Widespace raises €15.8m in funding
With mobile screen size and quality continuing to increase, video will establish itself as the most important type of mobile content, with 70% of all media consumption being on mobile or tablet devices by 2018. No wonder then that Widespace’s shareholders are investing again in the Swedish tech company. Raised through new share issue to past investors such as Industrifonden and Northzone, among others, Widespace has added €15.8m (£ 12.1m) to its capital.
The funding news reflect Widespace’s recent growth – a momentum that Widespace CEO Patrik Fagerlund is hoping to apply to further expansion in Europe and key markets. “We will also invest further in strategic areas of our technology, such as automation and visualisation of data”, the co-founder said.
The company currently employs 230 people in 10 countries.
IBM buys Aperto
IBM is on a buying spree. The hardware giant has just announced that it will buy German digital agency Aperto. The Berlin-based company will enhance IBM’s enterprise business under the umbrella of the IBM Interactive Experience team.
With Aperto, IBM hopes to bolster its digital agency business, providing strategy and design skills for companies that are reacting to the growing demand for consumer-like experiences.
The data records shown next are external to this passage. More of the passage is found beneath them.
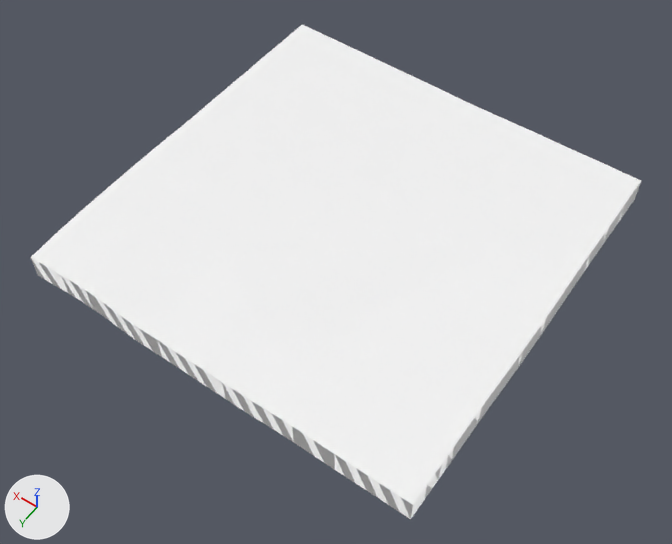
An edit to the glTF model public/tiles/3/-2_1.glb, drawn before and after from the same camera.
The view is the same before and after, from a 50 mm lens placed at (-4711.0, -694.0, 3193.0), pointed at (-3129.0, -2909.0, -288.0). The lights are fixed; the arrows at lower left show +X, +Y and +Z. The picture after the commit comes second. Where no turn or scale is listed for an object, it has been applied to the vertices.

The first picture shows 't3_-2_1'.
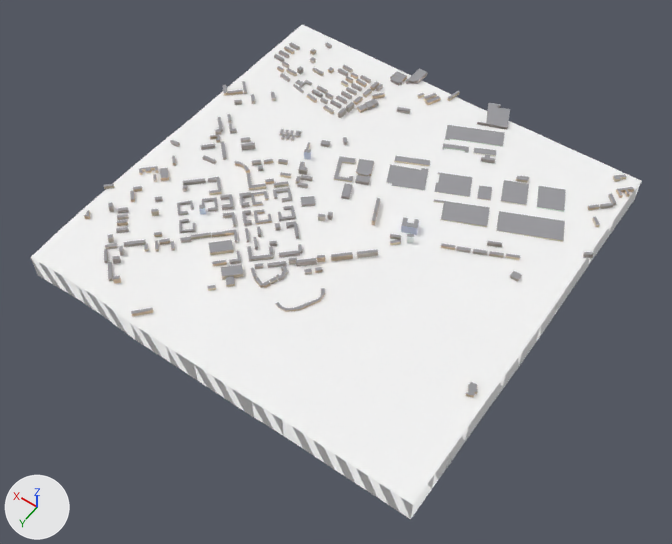
Where the newer file only moved an object's origin or applied its transform, the numbers keep the older frame.

Diff of the bpy script that builds the scene:
```diff
--- a/public/tiles/3/-2_1.glb.py
+++ b/public/tiles/3/-2_1.glb.py
@@ mat_far_building @@
+mat_far_building = bpy.data.materials.new('far_building')
+mat_far_building.use_nodes = True; mat_far_building.node_tree.nodes.clear()
+_N = mat_far_building.node_tree.nodes; _L = mat_far_building.node_tree.links
+n0 = _N.new('ShaderNodeBsdfPrincipled'); n0.name = 'Principled BSDF'
+n0.inputs[1].default_value = 1.0  # 'Metallic'
+n0.inputs[2].default_value = 1.0  # 'Roughness'
+n1 = _N.new('ShaderNodeOutputMaterial'); n1.name = 'Material Output'
+n2 = _N.new('ShaderNodeVertexColor'); n2.name = 'Color Attribute'
+_L.new(n0.outputs[0], n1.inputs[0])  # 'BSDF' to 'Surface'
+_L.new(n2.outputs[0], n0.inputs[0])  # 'Color' to 'Base Color'
@@ me_t3__2_1 @@
 # used by ob_t3__2_1; location = (-3072.0, -3072.0, -155.0)
-me_t3__2_1.from_pydata(...)  # 1841 vertices, 3520 faces; spans x -1024.0..1024.0, y -1024.0..1024.0, z -92.0..92.0
+me_t3__2_1.from_pydata(...)  # 3963 vertices, 6290 faces; spans x -1042.0..1042.0, y -1090.0..1024.0, z -92.0..126.0
+# me_t3__2_1 part 1: 2098 vertices added at x -1042.0..1042.0, y -1090.0..997.0, z 52.0..126.0
+# me_t3__2_1 part 2: 24 vertices added at x -976.0..-929.0, y 440.0..504.0, z 68.0..85.0
 me_t3__2_1.materials.append(mat_far_terrain)
+me_t3__2_1.materials.append(mat_far_building)
```

What differs and where, as boxes (x1, y1, x2, y2) in the pictures (672 x 544 px):
part 1 of me_t3__2_1, added
    after: (84, 42, 634, 317)
part 2 of me_t3__2_1, added
    after: (466, 382, 478, 398)
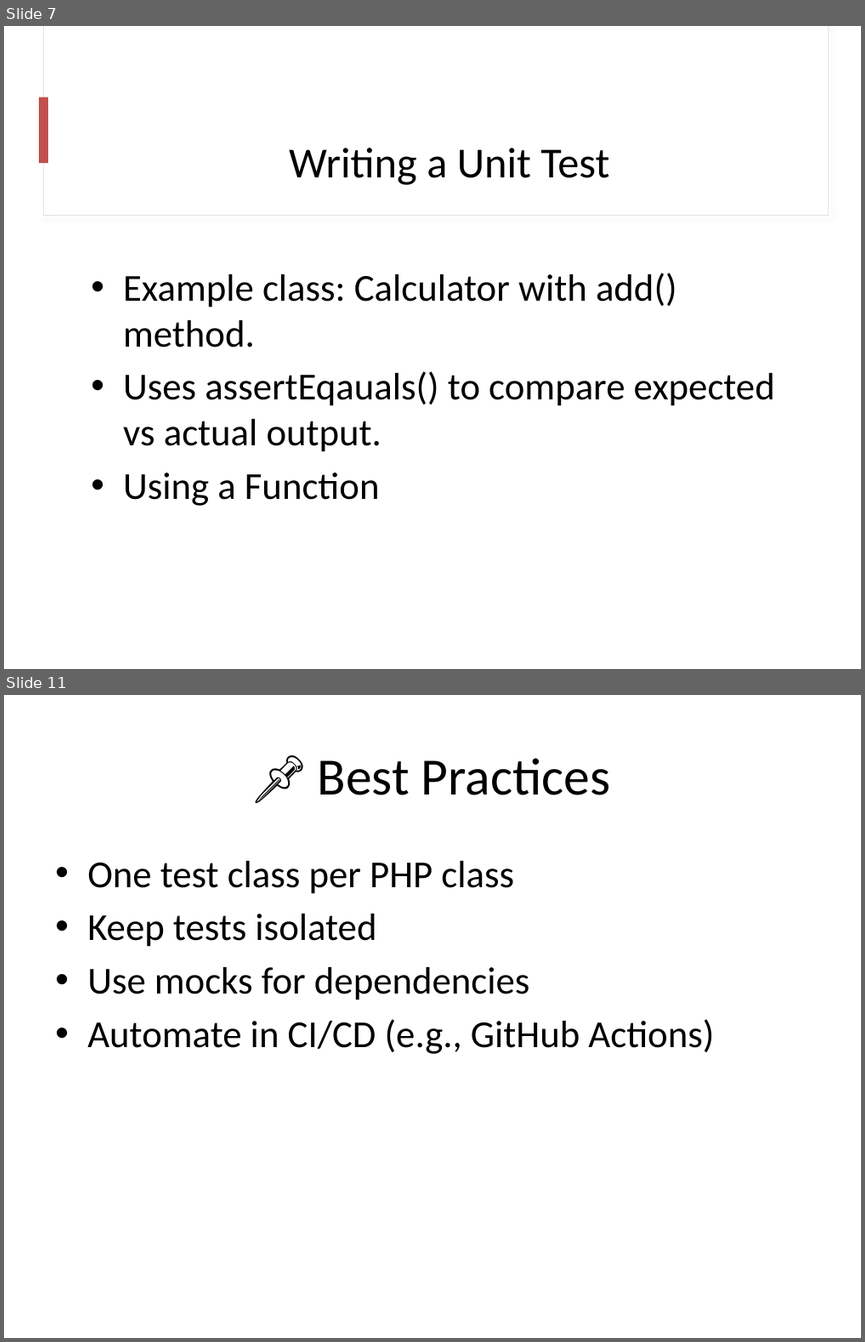
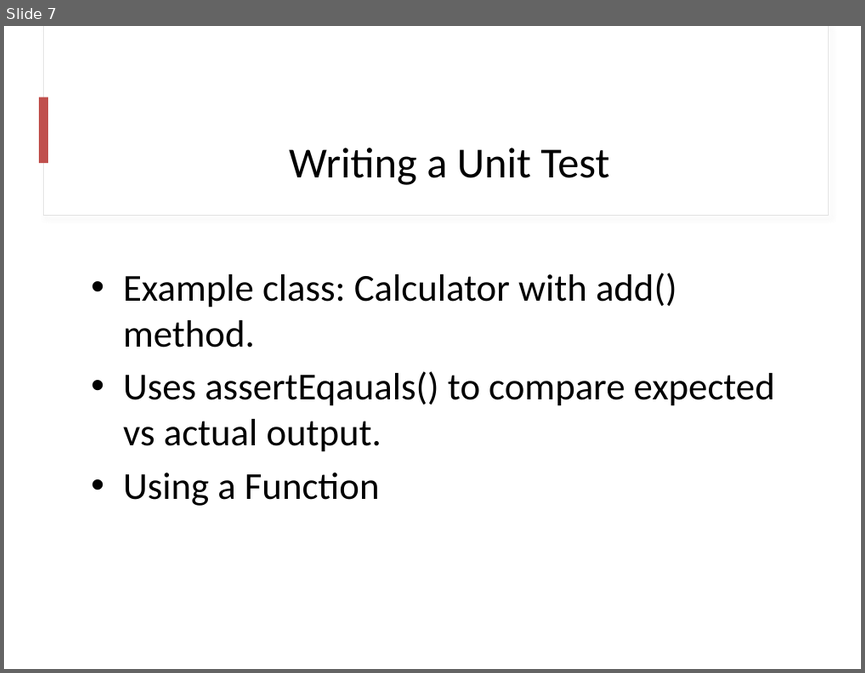
Before and after one commit to psuuc-jbgarcia/Object-Oriented-Programming-Lesson, a slide deck: OOP/Final/Lecture/Week_13_Unit_Testing_PHPUnit.pptx. Shown one above the other, each under a label of ours: slides 7 and 11 before the commit, slide 7 after it; the slides between them are not shown. The pictures are 865x1342 and 865x673 pixels, drawn with LibreOffice and Linux fonts; fonts in the diff are those of the drawing. Boxes give left, top, right and bottom in pixels: in the first picture for what was removed or moved away, otherwise in the second. Text is boxed around its words. In the diff, an @@ line names an element or a change of style, - is before the commit and + after.

```diff
--- a/OOP/Final/Lecture/Week_13_Unit_Testing_PHPUnit.pptx
+++ b/OOP/Final/Lecture/Week_13_Unit_Testing_PHPUnit.pptx
@@ slide 11 removed at [4, 695, 861, 1338], background #FFFFFF @@
@@ title removed at [318, 758, 611, 795] @@
-📌 Best Practices
@@ text removed at [87, 861, 714, 1054] @@
-• One test class per PHP class
-• Keep tests isolated
-• Use mocks for dependencies
-• Automate in CI/CD (e.g., GitHub Actions)
```
Also in this commit, not shown: 3 slides changed, 3 slides added, 1 other file.
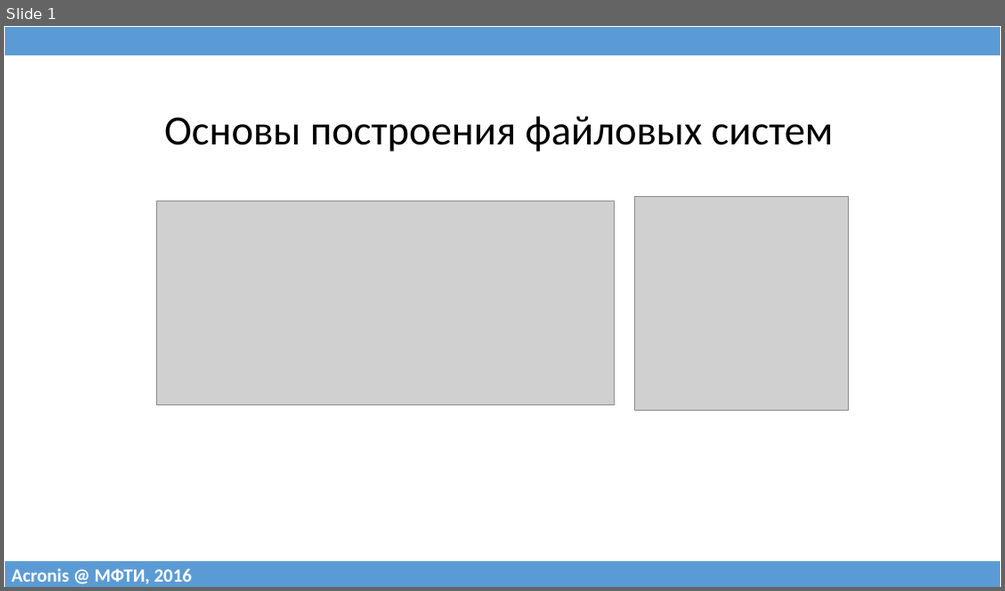
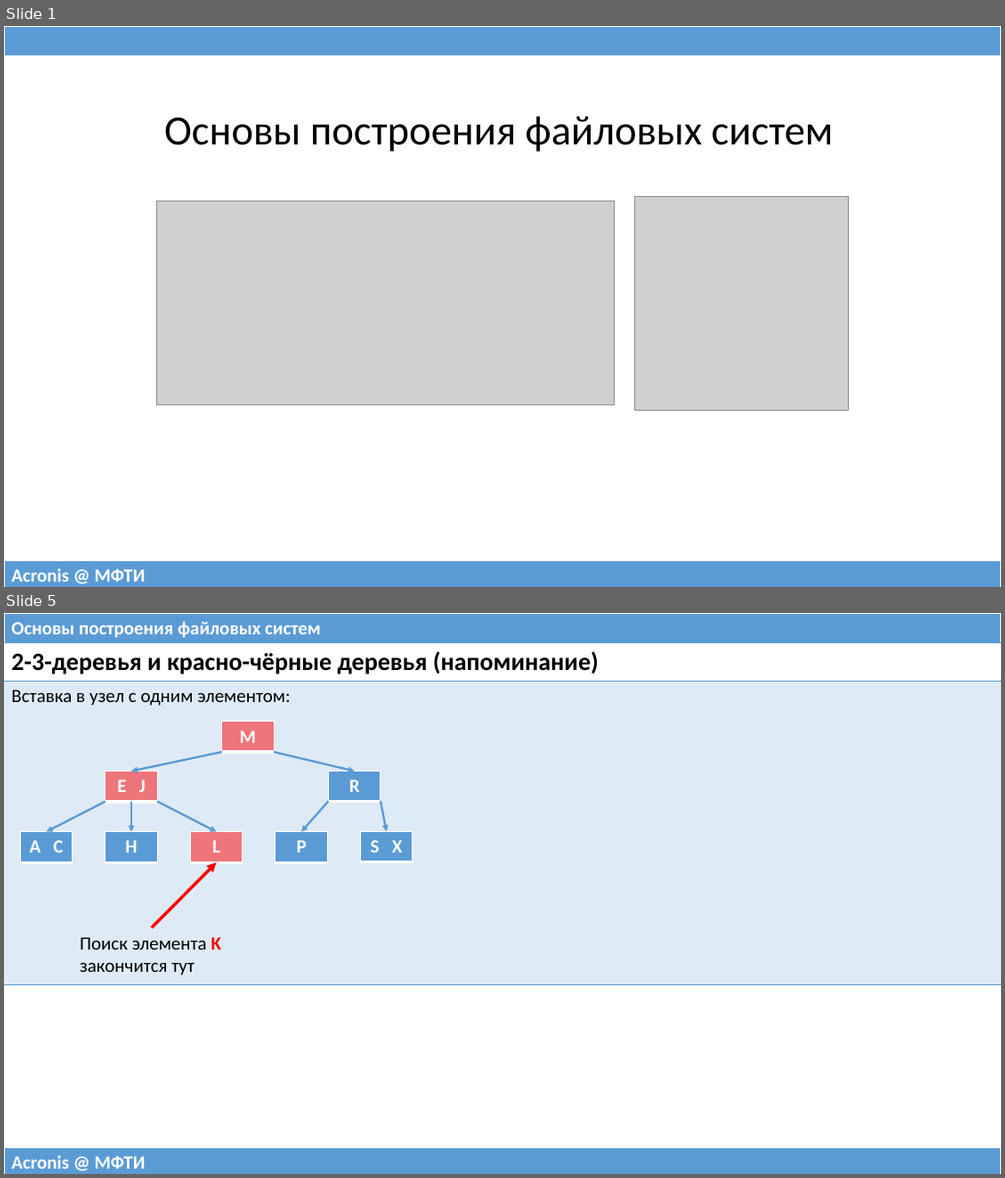
Before and after one commit to 75cc8545e7b021ed280ed0ef99fc7fc4/filesystems-101, a slide deck: talks/src/class06.pptx. Shown one above the other, each under a label of ours: slide 1 before the commit, slides 1 and 5 after it; the slides between them are not shown. The pictures are 1005x591 and 1005x1178 pixels, drawn with LibreOffice and Linux fonts; fonts in the diff are those of the drawing; grey boxes stand for pictures. Boxes give left, top, right and bottom in pixels: in the first picture for what was removed or moved away, otherwise in the second. Text is boxed around its words. In the diff, an @@ line names an element or a change of style, - is before the commit and + after.

```diff
--- a/talks/src/class06.pptx
+++ b/talks/src/class06.pptx
@@ slide 5 added at [4,613,1001,1174], background #FFFFFF @@
@@ table added at [4,613,1001,643], 1 rows, 1 columns @@
+Основы построения файловых систем
@@ table added at [4,643,1001,980], 2 rows, 1 columns @@
+2-3-деревья и красно-чёрные деревья (напоминание)
+Вставка в узел с одним элементом:
@@ table added at [222,722,274,752], 1 rows, 1 columns @@
+M
@@ table added at [105,771,158,802], 1 rows, 1 columns @@
+E J
@@ arrow added from (222, 752) to (131, 771), #5B9BD5 2 pt @@
@@ arrow added from (274, 752) to (355, 771), #5B9BD5 2 pt @@
@@ table added at [329,771,380,802], 1 rows, 1 columns @@
+R
@@ arrow added from (105, 802) to (47, 831), #5B9BD5 2 pt @@
@@ arrow added from (131, 802) to (131, 831), #5B9BD5 2 pt @@
@@ arrow added from (157, 802) to (217, 831), #5B9BD5 2 pt @@
@@ arrow added from (329, 801) to (301, 831), #5B9BD5 2 pt @@
@@ arrow added from (380, 801) to (386, 831), #5B9BD5 2 pt @@
@@ table added at [20,831,73,862], 1 rows, 1 columns @@
+A C
@@ table added at [105,831,158,862], 1 rows, 1 columns @@
+H
@@ table added at [190,831,243,862], 1 rows, 1 columns @@
+L
@@ table added at [275,831,328,862], 1 rows, 1 columns @@
+P
@@ table added at [361,831,413,861], 1 rows, 1 columns @@
+S X
@@ arrow added from (152, 928) to (217, 863), #FF0000 3 pt @@
@@ text added at [80,937,221,975], 18 pt, text #000000 @@
+Поиск элемента K
+закончится тут
@@ table added at [4,1147,1001,1174], 1 rows, 1 columns @@
+Acronis @ МФТИ
@@ slide 1 changed as well @@
@@ table at [4,560,1001,587] @@
-row 1, column 1: Acronis @ МФТИ, 2016
+row 1, column 1: Acronis @ МФТИ
```
Also in this commit, not shown: 8 other slides changed, 13 other slides added, 4 slides removed, 1 other file.
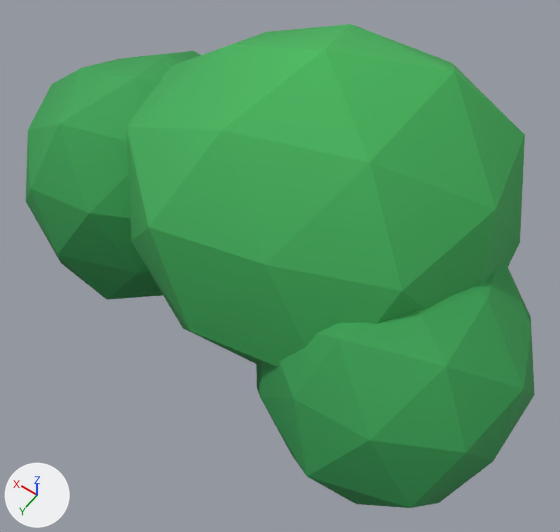
The glTF model modelos/parque/piezas/arbusto_B.glb, before and after one commit.
Camera for both pictures: a camera (50 mm lens) standing at (-0.629, 1.023, 1.637) and looking at (-0.007, 0.153, 0.268). Every picture has the same lights, and +X, +Y and +Z are marked at lower left. The picture after the commit comes second.

The older version as bpy lines, for what is in view:
```python
me_arbusto_b = bpy.data.meshes.new('arbusto_B')
me_arbusto_b.from_pydata(...)  # 126 vertices, 240 faces; spans x -0.604..0.73, y -0.418..0.518, z -0.021..0.752
me_arbusto_b.materials.append(mat_parque)
ob_arbusto_b = bpy.data.objects.new('arbusto_B', me_arbusto_b)
ob_arbusto_b.location = (0.0, 0.0, 0.0)
```
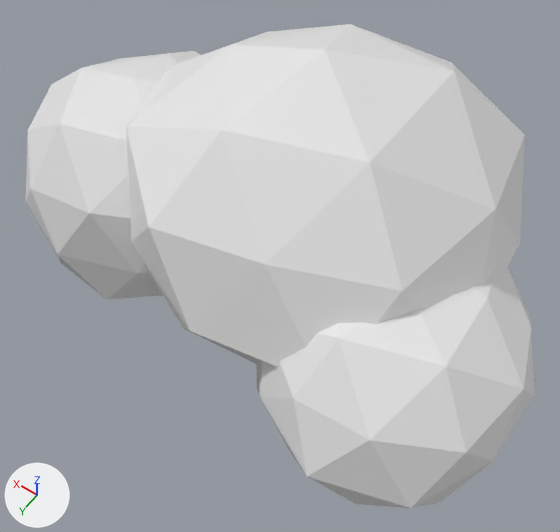
Changed parts and their boxes [x1, y1, x2, y2] in the pictures (560 x 532 px):
'arbusto_B', recoloured (green to white): [26, 24, 535, 508] in both

The change in detail:
me_arbusto_b has 126 vertices, 240 faces and spans x -0.604..0.73, y -0.418..0.518, z -0.021..0.752.
me_arbusto_b no longer uses material mat_parque.

Aperto’s exisiting client portfolio will come in handy in that respect: Industry-leading groups such as car manufacturer Volkswagen and electronics company Siemens are among the portfolio of clients.
“We’re honored to be joining forces with Aperto and look forward to reshaping the future of business and digital innovation with our clients in Germany and beyond,” said Paul Papas, global leader, IBM Interactive Experience.
Aperto’s current staff of more than 300 employees is expected to continue working with the existing clients.
IBM is hoping to finalise the transaction within the first quarter of 2016. Financial details of the takeover were not disclosed.
IBM recently also acquired US-based digital marketing agency Resource/Ammirati and AI-developer Weather Company.
Tapad snapped up by Telenor
Buying up ad tech companies seems all the rage for telecom providers these days. Norwegian telecommunications group Telenor has snapped up US-based device graph company Tapad for USD$360m (£246.9m). This investment will give Telenor a 95% stake in the martech company. The remaining 5% are held by founders Are Traasdahl and Dag Liodden.
With the acquisition of Tapad, Telenor is hoping to get a foot into the adtech and mar tech sectors, strengthening Telenor’s own data analytics capabilities and scaling Tapad’s business in both established and emerging markets.
“With the acquisition of Tapad, Telenor Group is taking a position within the rapidly growing market for advertising technology, and securing important competence within digital marketing and analytics”, says Sigve Brekke, CEO of Telenor Group. “I believe significant value can be created from applying marketing technology to improve the digital capabilities of our core telecom business. This will improve our understanding of customer behaviour, and supports building a platform for other business areas’’
Allowing Tapad to operate as a standalone unit within the Telenor organisation, the company will continue to be led by Traasdahl as CEO and Liodden as CTO.